(Task brief):
Once the pictures are removed, restate the listing word for word.

====== Source material

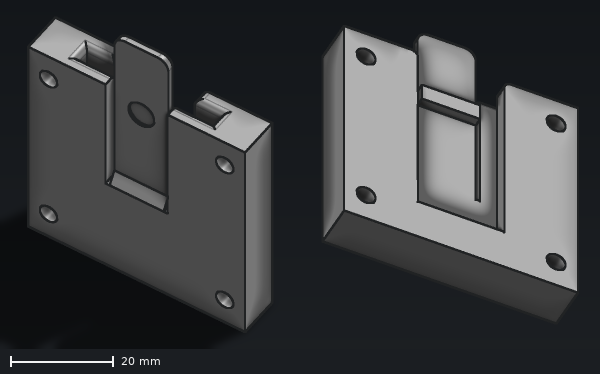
import cadquery as cq

PLATE_SIZE = 50.8
PLATE_DEPTH = 9.5
TOTAL_HEIGHT = 63.5

SLOT_WIDTH = 31.55
NECK_WIDTH = 18.8
SLOT_FRONT = 3.2
SLOT_BACK = 6.2
SLOT_FLOOR = (PLATE_SIZE - SLOT_WIDTH) / 2
MOUTH_RADIUS = 1.45

WINDOW_WIDTH = 14.55
WINDOW_FLOOR = 22.85
TONGUE_WIDTH = 12.65
TONGUE_THICKNESS = 1.5
TONGUE_CORNER_RADIUS = 2.5
ROOT_HEIGHT = 2.8
TONGUE_FRONT = SLOT_FRONT - TONGUE_THICKNESS

DIMPLE_DIAMETER = 6.05
DIMPLE_HEIGHT = 45.1
DIMPLE_DEPTH = 0.5
CATCH_DEPTH = 2.0
CATCH_HEIGHT = 3.8

HOLE_DIAMETER = 4.05
HOLE_SPACING_X = 41.3
HOLE_SPACING_Z = 38.1


def block(width, front, back, bottom, top):
    """Box centred on x = 0 between the given y and z limits."""
    return (
        cq.Workplane("XY")
        .box(width, back - front, top - bottom, centered=(True, False, False))
        .translate((0, front, bottom))
    )


def make_plate():
    plate = block(PLATE_SIZE, 0, PLATE_DEPTH, 0, PLATE_SIZE)
    slot = block(SLOT_WIDTH, SLOT_FRONT, SLOT_BACK, SLOT_FLOOR, PLATE_SIZE)
    neck = block(NECK_WIDTH, SLOT_FRONT, PLATE_DEPTH, SLOT_FLOOR, PLATE_SIZE)
    plate = plate.cut(slot.union(neck))

    margin = 0.65
    mouth_edges = cq.selectors.BoxSelector(
        (-SLOT_WIDTH / 2 - margin, SLOT_FRONT - margin, PLATE_SIZE - margin),
        (SLOT_WIDTH / 2 + margin, PLATE_DEPTH - margin, PLATE_SIZE + margin),
    )
    plate = plate.faces(">Z").edges(mouth_edges).fillet(MOUTH_RADIUS)

    window = block(WINDOW_WIDTH, 0, SLOT_FRONT, WINDOW_FLOOR, PLATE_SIZE)
    return plate.cut(window)


def make_tongue():
    tongue = block(TONGUE_WIDTH, TONGUE_FRONT, SLOT_FRONT, WINDOW_FLOOR, TOTAL_HEIGHT)
    tongue = tongue.faces(">Z").edges("|Y").fillet(TONGUE_CORNER_RADIUS)

    root = (
        cq.Workplane("YZ")
        .moveTo(0, WINDOW_FLOOR)
        .lineTo(TONGUE_FRONT, WINDOW_FLOOR)
        .lineTo(TONGUE_FRONT, WINDOW_FLOOR + ROOT_HEIGHT)
        .close()
        .extrude(TONGUE_WIDTH / 2, both=True)
    )
    catch = block(
        TONGUE_WIDTH,
        SLOT_FRONT,
        SLOT_FRONT + CATCH_DEPTH,
        DIMPLE_HEIGHT - CATCH_HEIGHT / 2,
        DIMPLE_HEIGHT + CATCH_HEIGHT / 2,
    )
    dimple = (
        cq.Workplane("XZ", origin=(0, TONGUE_FRONT, DIMPLE_HEIGHT))
        .circle(DIMPLE_DIAMETER / 2)
        .extrude(-DIMPLE_DEPTH)
    )
    return tongue.union(root).union(catch).cut(dimple)


def make_holes():
    return (
        cq.Workplane("XZ", origin=(0, 0, PLATE_SIZE / 2))
        .rarray(HOLE_SPACING_X, HOLE_SPACING_Z, 2, 2)
        .circle(HOLE_DIAMETER / 2)
        .extrude(-PLATE_DEPTH)
    )


result = make_plate().union(make_tongue()).cut(make_holes())

============

(Exercise output):
import cadquery as cq

PLATE_SIZE = 50.8
PLATE_DEPTH = 9.5
TOTAL_HEIGHT = 63.5

SLOT_WIDTH = 31.55
NECK_WIDTH = 18.8
SLOT_FRONT = 3.2
SLOT_BACK = 6.2
SLOT_FLOOR = (PLATE_SIZE - SLOT_WIDTH) / 2
MOUTH_RADIUS = 1.45

WINDOW_WIDTH = 14.55
WINDOW_FLOOR = 22.85
TONGUE_WIDTH = 12.65
TONGUE_THICKNESS = 1.5
TONGUE_CORNER_RADIUS = 2.5
ROOT_HEIGHT = 2.8
TONGUE_FRONT = SLOT_FRONT - TONGUE_THICKNESS

DIMPLE_DIAMETER = 6.05
DIMPLE_HEIGHT = 45.1
DIMPLE_DEPTH = 0.5
CATCH_DEPTH = 2.0
CATCH_HEIGHT = 3.8

HOLE_DIAMETER = 4.05
HOLE_SPACING_X = 41.3
HOLE_SPACING_Z = 38.1


def block(width, front, back, bottom, top):
    """Box centred on x = 0 between the given y and z limits."""
    return (
        cq.Workplane("XY")
        .box(width, back - front, top - bottom, centered=(True, False, False))
        .translate((0, front, bottom))
    )


def make_plate():
    plate = block(PLATE_SIZE, 0, PLATE_DEPTH, 0, PLATE_SIZE)
    slot = block(SLOT_WIDTH, SLOT_FRONT, SLOT_BACK, SLOT_FLOOR, PLATE_SIZE)
    neck = block(NECK_WIDTH, SLOT_FRONT, PLATE_DEPTH, SLOT_FLOOR, PLATE_SIZE)
    plate = plate.cut(slot.union(neck))

    margin = 0.65
    mouth_edges = cq.selectors.BoxSelector(
        (-SLOT_WIDTH / 2 - margin, SLOT_FRONT - margin, PLATE_SIZE - margin),
        (SLOT_WIDTH / 2 + margin, PLATE_DEPTH - margin, PLATE_SIZE + margin),
    )
    plate = plate.faces(">Z").edges(mouth_edges).fillet(MOUTH_RADIUS)

    window = block(WINDOW_WIDTH, 0, SLOT_FRONT, WINDOW_FLOOR, PLATE_SIZE)
    return plate.cut(window)


def make_tongue():
    tongue = block(TONGUE_WIDTH, TONGUE_FRONT, SLOT_FRONT, WINDOW_FLOOR, TOTAL_HEIGHT)
    tongue = tongue.faces(">Z").edges("|Y").fillet(TONGUE_CORNER_RADIUS)

    root = (
        cq.Workplane("YZ")
        .moveTo(0, WINDOW_FLOOR)
        .lineTo(TONGUE_FRONT, WINDOW_FLOOR)
        .lineTo(TONGUE_FRONT, WINDOW_FLOOR + ROOT_HEIGHT)
        .close()
        .extrude(TONGUE_WIDTH / 2, both=True)
    )
    catch = block(
        TONGUE_WIDTH,
        SLOT_FRONT,
        SLOT_FRONT + CATCH_DEPTH,
        DIMPLE_HEIGHT - CATCH_HEIGHT / 2,
        DIMPLE_HEIGHT + CATCH_HEIGHT / 2,
    )
    dimple = (
        cq.Workplane("XZ", origin=(0, TONGUE_FRONT, DIMPLE_HEIGHT))
        .circle(DIMPLE_DIAMETER / 2)
        .extrude(-DIMPLE_DEPTH)
    )
    return tongue.union(root).union(catch).cut(dimple)


def make_holes():
    return (
        cq.Workplane("XZ", origin=(0, 0, PLATE_SIZE / 2))
        .rarray(HOLE_SPACING_X, HOLE_SPACING_Z, 2, 2)
        .circle(HOLE_DIAMETER / 2)
        .extrude(-PLATE_DEPTH)
    )


result = make_plate().union(make_tongue()).cut(make_holes())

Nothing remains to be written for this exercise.